● **Exercise aim**
Whenever a line of the data below holds the string "prism", copy that line.

+++ Record excerpts

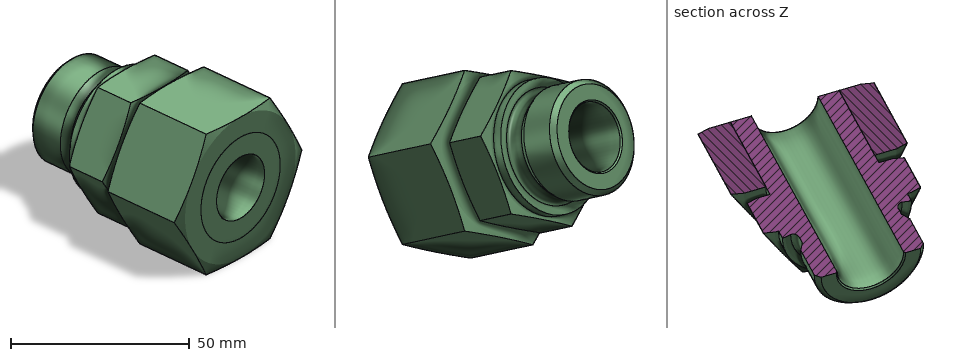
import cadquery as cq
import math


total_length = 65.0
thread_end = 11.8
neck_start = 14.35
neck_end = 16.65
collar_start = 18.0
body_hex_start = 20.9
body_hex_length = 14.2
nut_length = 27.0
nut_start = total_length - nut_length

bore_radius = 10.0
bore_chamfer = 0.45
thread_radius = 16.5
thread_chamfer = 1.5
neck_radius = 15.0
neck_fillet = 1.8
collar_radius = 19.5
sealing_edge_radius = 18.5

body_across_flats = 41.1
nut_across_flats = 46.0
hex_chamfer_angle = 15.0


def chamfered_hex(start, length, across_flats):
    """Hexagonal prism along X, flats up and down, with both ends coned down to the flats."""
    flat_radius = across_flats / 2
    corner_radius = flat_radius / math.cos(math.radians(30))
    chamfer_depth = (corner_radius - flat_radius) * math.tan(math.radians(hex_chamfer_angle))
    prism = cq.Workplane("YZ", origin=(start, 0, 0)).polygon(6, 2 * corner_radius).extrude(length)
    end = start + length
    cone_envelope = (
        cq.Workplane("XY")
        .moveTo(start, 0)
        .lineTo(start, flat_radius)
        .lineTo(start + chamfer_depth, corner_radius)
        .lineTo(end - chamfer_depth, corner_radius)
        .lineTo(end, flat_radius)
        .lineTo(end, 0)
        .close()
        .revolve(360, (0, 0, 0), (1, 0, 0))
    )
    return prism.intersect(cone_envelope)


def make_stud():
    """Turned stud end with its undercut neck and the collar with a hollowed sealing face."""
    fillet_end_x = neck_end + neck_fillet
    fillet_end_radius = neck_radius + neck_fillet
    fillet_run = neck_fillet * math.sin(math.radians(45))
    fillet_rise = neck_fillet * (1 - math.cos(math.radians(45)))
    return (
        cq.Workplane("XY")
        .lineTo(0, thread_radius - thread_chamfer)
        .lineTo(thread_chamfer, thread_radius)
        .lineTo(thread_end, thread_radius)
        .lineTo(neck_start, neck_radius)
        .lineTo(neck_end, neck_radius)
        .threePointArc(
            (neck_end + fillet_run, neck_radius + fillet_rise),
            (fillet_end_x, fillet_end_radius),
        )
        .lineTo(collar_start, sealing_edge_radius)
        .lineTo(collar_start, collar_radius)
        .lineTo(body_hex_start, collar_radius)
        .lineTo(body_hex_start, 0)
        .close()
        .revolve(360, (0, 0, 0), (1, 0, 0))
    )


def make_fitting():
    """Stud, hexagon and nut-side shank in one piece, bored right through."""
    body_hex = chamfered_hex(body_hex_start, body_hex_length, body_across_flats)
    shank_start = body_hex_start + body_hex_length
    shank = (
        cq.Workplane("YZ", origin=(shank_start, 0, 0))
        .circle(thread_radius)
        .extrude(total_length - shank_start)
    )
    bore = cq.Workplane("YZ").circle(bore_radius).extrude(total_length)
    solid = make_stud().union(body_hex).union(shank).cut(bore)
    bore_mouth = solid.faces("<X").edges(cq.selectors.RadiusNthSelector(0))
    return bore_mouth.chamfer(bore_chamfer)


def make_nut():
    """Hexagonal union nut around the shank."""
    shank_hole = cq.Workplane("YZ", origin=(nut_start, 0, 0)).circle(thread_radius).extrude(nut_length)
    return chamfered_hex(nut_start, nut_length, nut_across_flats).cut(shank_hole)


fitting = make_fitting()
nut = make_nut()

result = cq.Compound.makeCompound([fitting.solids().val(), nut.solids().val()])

++++++

● **Result for this task**
    """Hexagonal prism along X, flats up and down, with both ends coned down to the flats."""
    prism = cq.Workplane("YZ", origin=(start, 0, 0)).polygon(6, 2 * corner_radius).extrude(length)
    return prism.intersect(cone_envelope)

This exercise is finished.